圣驾回銮的传书从千里外片刻不歇的来到京师,前朝担忧的,是战事失利,而六宫烦心的,则是圣体有损,这些女子从被选入宫的那一刻,自己,乃至身后的整个家族,兴衰荣辱,便都系在那一人之上,所求所想,都在那一人罢了。
“陛下信中讲到,六月初便会回京,六宫诸人皆可在顺安门前迎候,皆是各位妹妹皆可前去,也解你们的思君之意。”辛夷合上书信,递给下首的郁歌,“陛下家书,姐妹们皆可传阅。”
自从辛夷协理六宫,这议事的宫苑也便从溪风殿挪到了翊锦宫,辛夷并不喜欢人来人往吵杂纷扰,所以若无事,也无需这些人日日来往请安,也只有这种时候,才会唤众人前来,果然,辛夷说了陛下回銮众人可去迎候的事情,众人脸上,皆是欣喜。

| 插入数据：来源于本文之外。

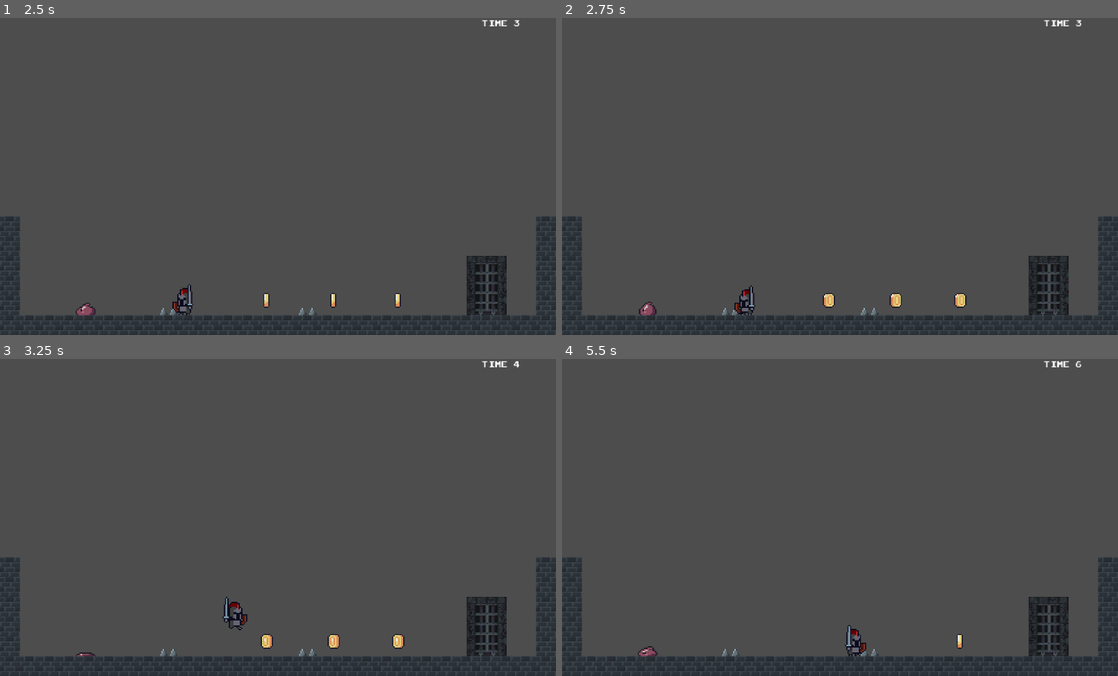
Above: before the commit, frames 1-4 (two rows, left to right).
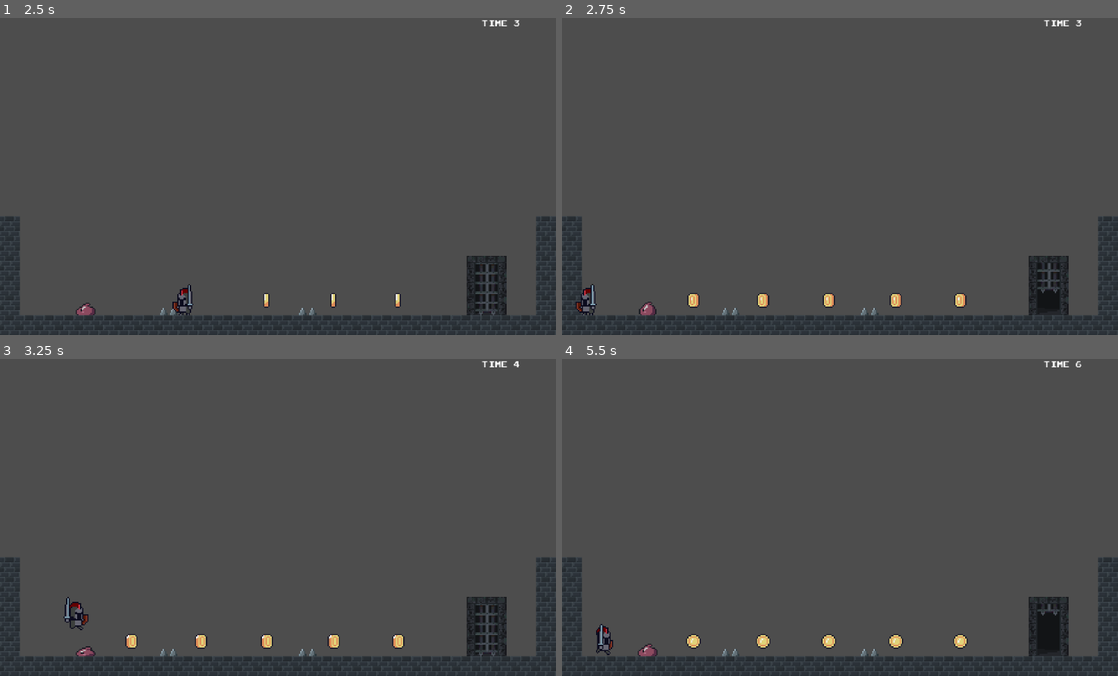
Above: after the commit, the same moments.

Repository: rubengm82/knight-hop
Game: Godot game, scene res://src/stages/main_scene.tscn
Two runs of this game, one before a commit and one after it. Both use one fixed random seed, a clock stepped at 60 frames per second and the inputs below. Sound files missing from this copy of the repository are replaced by a short silence.
Inputs:
- Up to frame 1 (2.5 s): hold Right (move_right) 0.53-2.03 s; tap Space (move_jump) at 0.77, 1.52 s; hold Left (move_left) from 2.03 s (still down)
- Up to frame 2 (2.75 s): keep holding Left (move_left)
- Up to frame 3 (3.25 s): release Left (move_left) at 2.78 s; hold Right (move_right) from 2.78 s (still down); tap Space (move_jump) at 3.02 s
- Up to frame 4 (5.5 s): tap Space (move_jump) at 3.77, 4.52 s; release Right (move_right) at 4.28 s; hold Left (move_left) 4.28-5.03 s; hold Right (move_right) from 5.03 s (still down)

Frame 1 is identical in both runs. In frame 2, 1.0% of the frame differs, in the area x 2-90%, y 77-94%; in frame 3, 0.9%; in frame 4, 1.2%, in the area x 6-90%, y 77-94%.

Commit message:
Al tocar pinchos ya reinicia el nivel desde el principio usando el metodo de main_scene.

Diff:
--- a/src/knight/knight.gd
+++ b/src/knight/knight.gd
@@ -200,5 +200,8 @@
 
 
 func _on_area_2d_body_entered(body: Node2D) -> void:
-	print("Toque pinchos")
-	pass # Replace with function body.
+	# Obtener la escena principal para reiniciar el nivel
+	var main_scene = get_tree().root.get_node("MainScene")
+
+	if main_scene and main_scene.has_method("reinicar_nivel"):
+		main_scene.reinicar_nivel()

任美人最先笑道,“陛下就要回来了,可真好,咱们日日闲着,都要疯了。”
“妹妹这话说的,仿佛陛下回来了就可以忙起来一般,我可是记得陛下在宫里的时候,一月里,往你那里也不过两日吧?”许美人一声冷笑,“也不知道瞎欢喜什么。”
“你——”任美人气的脸色发白,不过扭脸看到座上的辛夷,即刻便笑了,“姐姐笑话妹妹惦记这一两日,姐姐自己何尝不是连一两日都捞不到呢?论宠爱,在座诸位,半斤八两,可是谁也不用笑话谁。”
“得宠有什么好的?”李美人怵了眉头,悄声道,“陛下最惦记的莫不过是皇后娘娘了,论这六宫得宠,韦妃娘娘是头一个,还有刚去了的史贵人,哪一个不得宠?”

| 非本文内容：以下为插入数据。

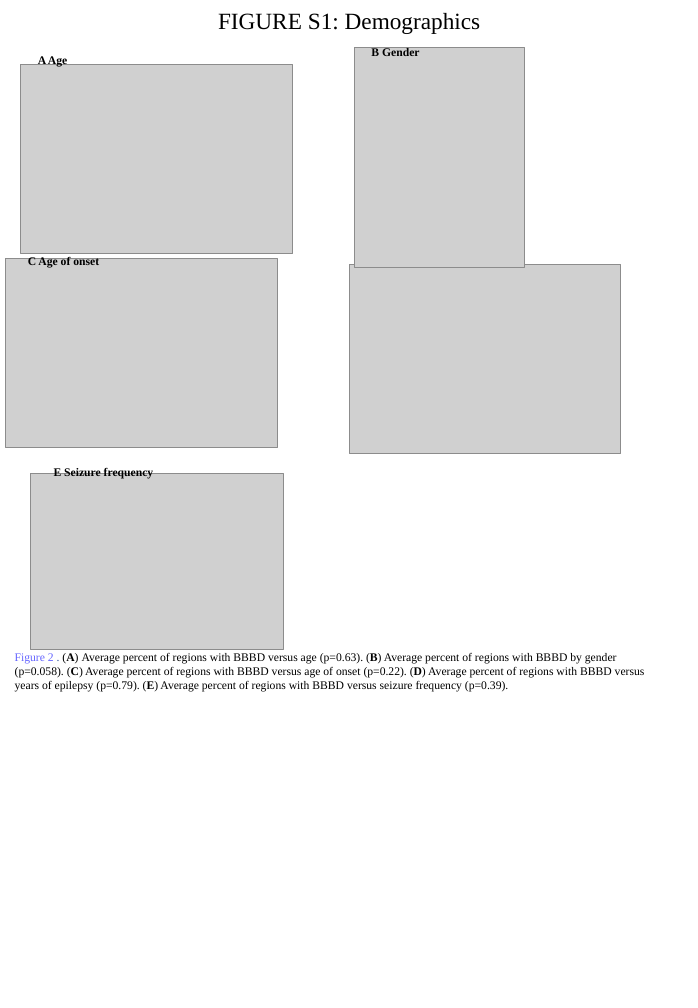
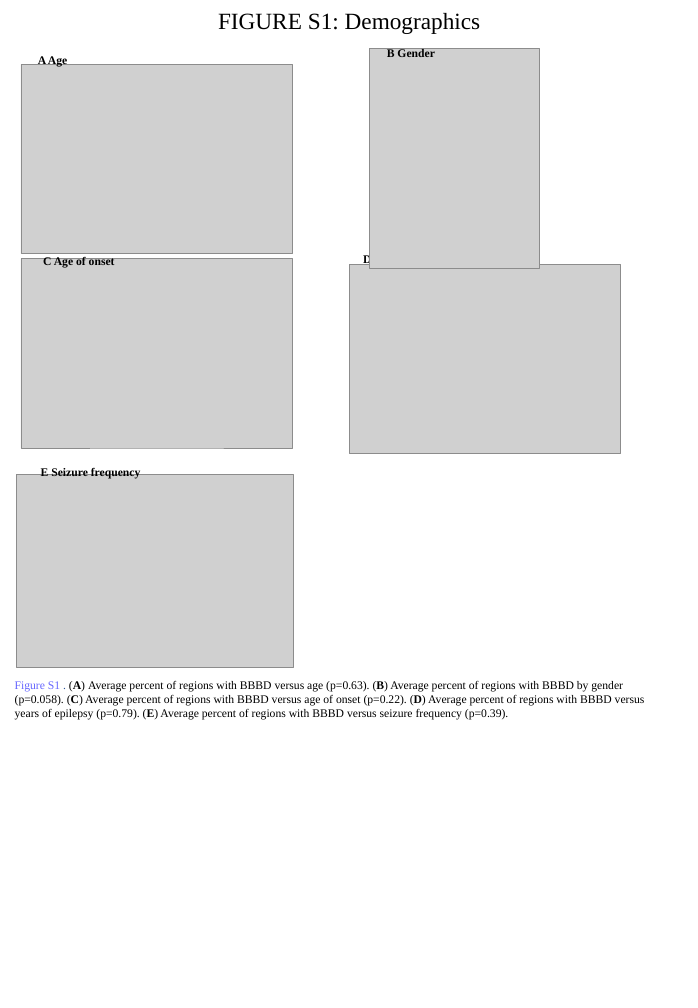
Before and after one commit to nircaf/BBB, a slide deck: slide 4 of Epilepsy-control figures slow nov 18 af.pptx. Drawn at 698x1008 pixels with LibreOffice and Linux fonts; fonts in the diff are those of the drawing; grey boxes stand for pictures. Boxes give left, top, right and bottom in pixels: in the first picture for what was removed or moved away, otherwise in the second. Text is boxed around its words. In the diff, an @@ line names an element or a change of style, - is before the commit and + after.

```diff
--- a/Epilepsy-control figures slow nov 18 af.pptx
+++ b/Epilepsy-control figures slow nov 18 af.pptx
@@ 2 texts, 2 pictures: place and size @@
-2 texts, 2 pictures at (6,47,525,448)
+2 texts, 2 pictures at (21,48,540,448)
@@ picture: place and size @@
-picture at (31,473,283,650)
+picture at (17,475,293,667)
@@ text "E Seizure frequency": place and size @@
-text "E Seizure frequency" at (54,467,154,479)
+text "E Seizure frequency" at (41,467,141,479)
@@ text at (15,681,645,720): text changed @@
-Figure 2 . (A) Average percent of regions with BBBD versus age (p=0.63). (B) Average percent of regions with BBBD by gender (p=0.058). (C) Average percent of regions with BBBD versus age of onset (p=0.22). (D) Average percent of regions with BBBD versus years of epilepsy (p=0.79). (E) Average percent of regions with BBBD versus seizure frequency (p=0.39).
+Figure S1 . (A) Average percent of regions with BBBD versus age (p=0.63). (B) Average percent of regions with BBBD by gender (p=0.058). (C) Average percent of regions with BBBD versus age of onset (p=0.22). (D) Average percent of regions with BBBD versus years of epilepsy (p=0.79). (E) Average percent of regions with BBBD versus seizure frequency (p=0.39).
```
Also in this commit, not shown: 4 other slides changed, 1 slide added, 18 other files.

“呸呸呸——”任美人一脸嫌弃,“大好的日子里,说这些晦气的做什么?”
“妹妹又错了,就是提了这些晦气,才瞧得见别人脸上的晦气啊?”许美人娇笑着示意众人瞧瞧霏微,“一个是攀了许久的高枝,一个是自己得宠有孕的妹妹,一下子竟然都没了,这才是真晦气。”
众人听了纷纷掩面轻笑,这笑声,这言语,一一落在霏微的耳中,便如一枚枚毒镖,射在她的身上,痛在皮肉,毒在心头,而辛夷的神色也在这巧笑深重愈加难看,“一位正为中宫一国之母,一位是尚在宫中,一位是已故嫔妃,两位妹妹随意便加一个晦气在当头,可知道祸从口出?”

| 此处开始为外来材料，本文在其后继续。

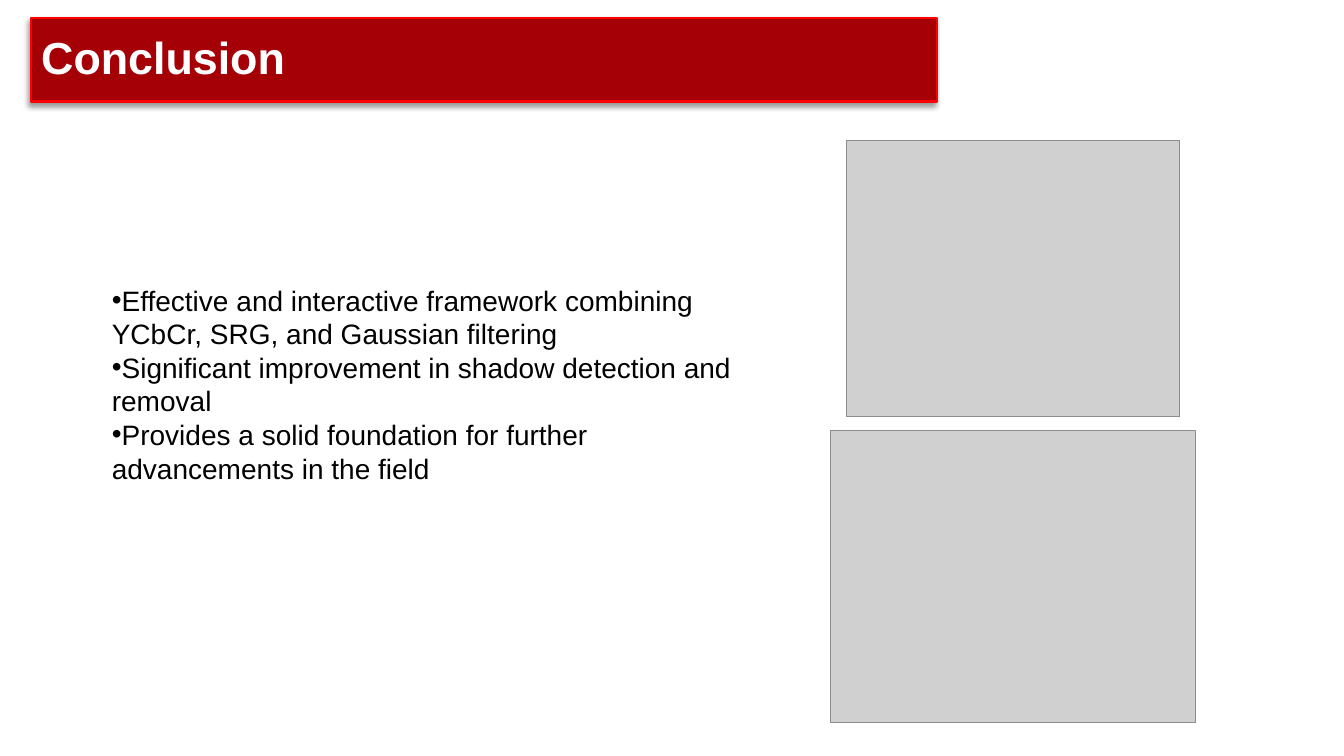
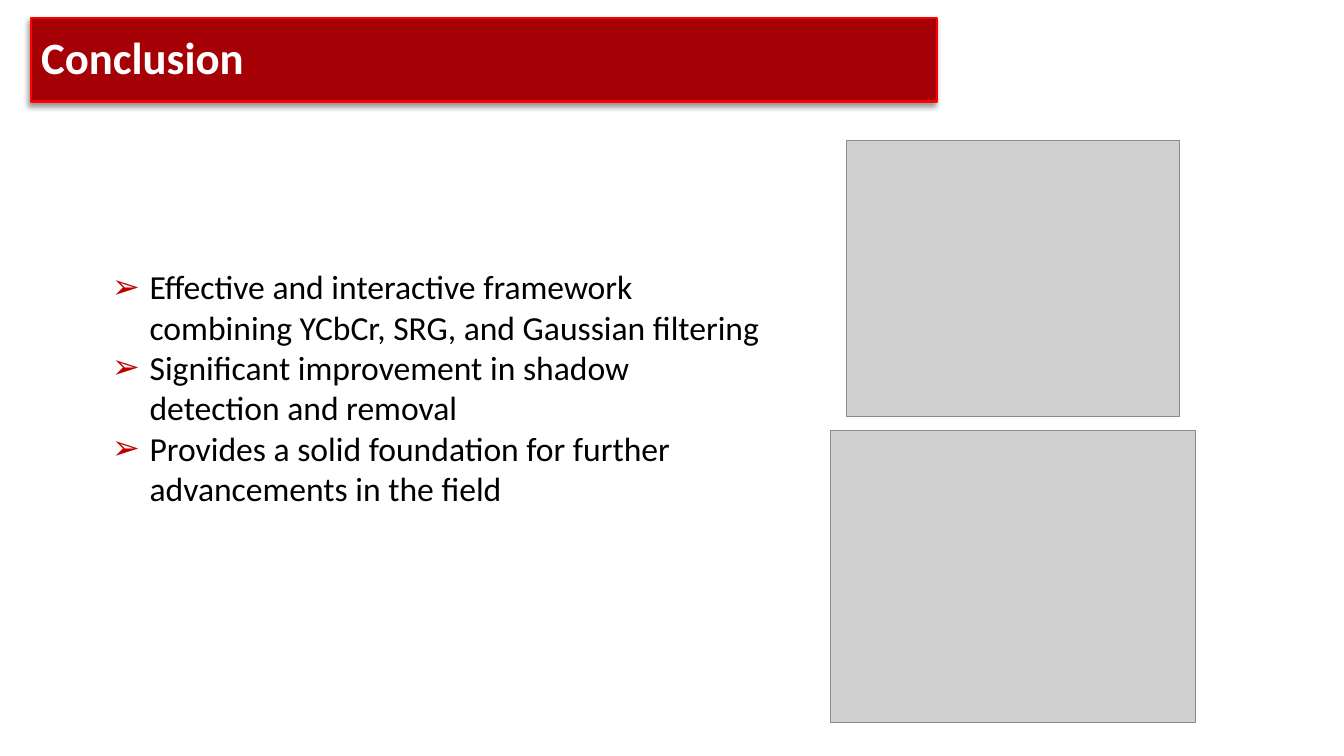
Before and after one commit to RealJustinNi/CS270-Digitial-Image-Processing-Project, a slide deck: slide 10 of DIP2024_Group2_pre.pptx. Drawn at 1344x756 pixels with LibreOffice and Linux fonts; fonts in the diff are those of the drawing; grey boxes stand for pictures; background and template pictures are left out. Boxes give left, top, right and bottom in pixels: in the first picture for what was removed or moved away, otherwise in the second. Text is boxed around its words. In the diff, an @@ line names an element or a change of style, - is before the commit and + after.

Commit message:
fix fonts, add contents

```diff
--- a/DIP2024_Group2_pre.pptx
+++ b/DIP2024_Group2_pre.pptx
@@ title "Conclusion" at [31,18,938,102]: font Arial to Calibri @@
@@ text "Effective and interactive framework combining ...": place and size @@
-text "Effective and interactive framework combining ..." at [112,290,731,480]
+text "Effective and interactive framework combining ..." at [150,275,759,502]
@@ text "Effective and interactive framework combining ..." at [150,275,759,502]: size 20 to 24 pt, font Arial to Calibri; bullet • to ➢ @@
```
Also in this commit, not shown: 8 other slides changed.

众人的笑声终于收敛,许美人和任美人忙的跪倒谢罪,“嫔妾知罪,望修仪娘娘赎罪。”
“本宫不过是小小的嫔位,便连贵嫔之位都算不得,也没有惩治你们的权利,你们当然可以说,娘娘赎罪,因为本宫压根就怪罪不了你!”辛夷冷笑一声,“不能问罪,是本宫品阶所在,却也不能就此绕过你们,不然这六宫纲纪何在?”
她幽幽点上殿中烛火,“天色也暗下来了,想必凤仪殿未央宫的宫灯还未亮,就烦劳两位妹妹去点上吧,也算是对逝者的心意,可好?”
“娘娘——那未央宫可是......”任美人还有推脱不满的意思,而许美人何等的聪慧,已经忙不迭的磕头,“嫔妾领命。”
“既然如此,便都散了吧,已经黄昏,各位妹妹回去的时候提醒宫人们小心些,才落了点蒙蒙雨,地上还是湿滑,宫轿慢些。”辛夷起身,已经是谢客的意思,等着众人福身退出,才唤了郁歌留下,“旁人也就算了,姐姐可还是要留下陪我说体己话的。”
“我本来也不打算走的,不过做做样子,方才嗅到了好香甜的红糖乳茶的味道,不尝一尝,可怎么舍得走?”郁歌笑着同辛夷坐了招手叫缨容过来,“快给我来一盏尝尝,别跟你家小主学,愈来愈小气了。”
“姐姐又笑话我,那乳茶本来是给恫儿欢欢肠胃的,怎么你倒同小孩子计较!”乳茶是新熬好的,为了照顾小孩子的胃口,做的尤为甜腻,那香甜在舌尖化开,而辛夷却尝出了许多的苦涩,忙的丢开手,“从前,蓓蓓是最喜欢这样的吃食的,只是如今,也都不在了!”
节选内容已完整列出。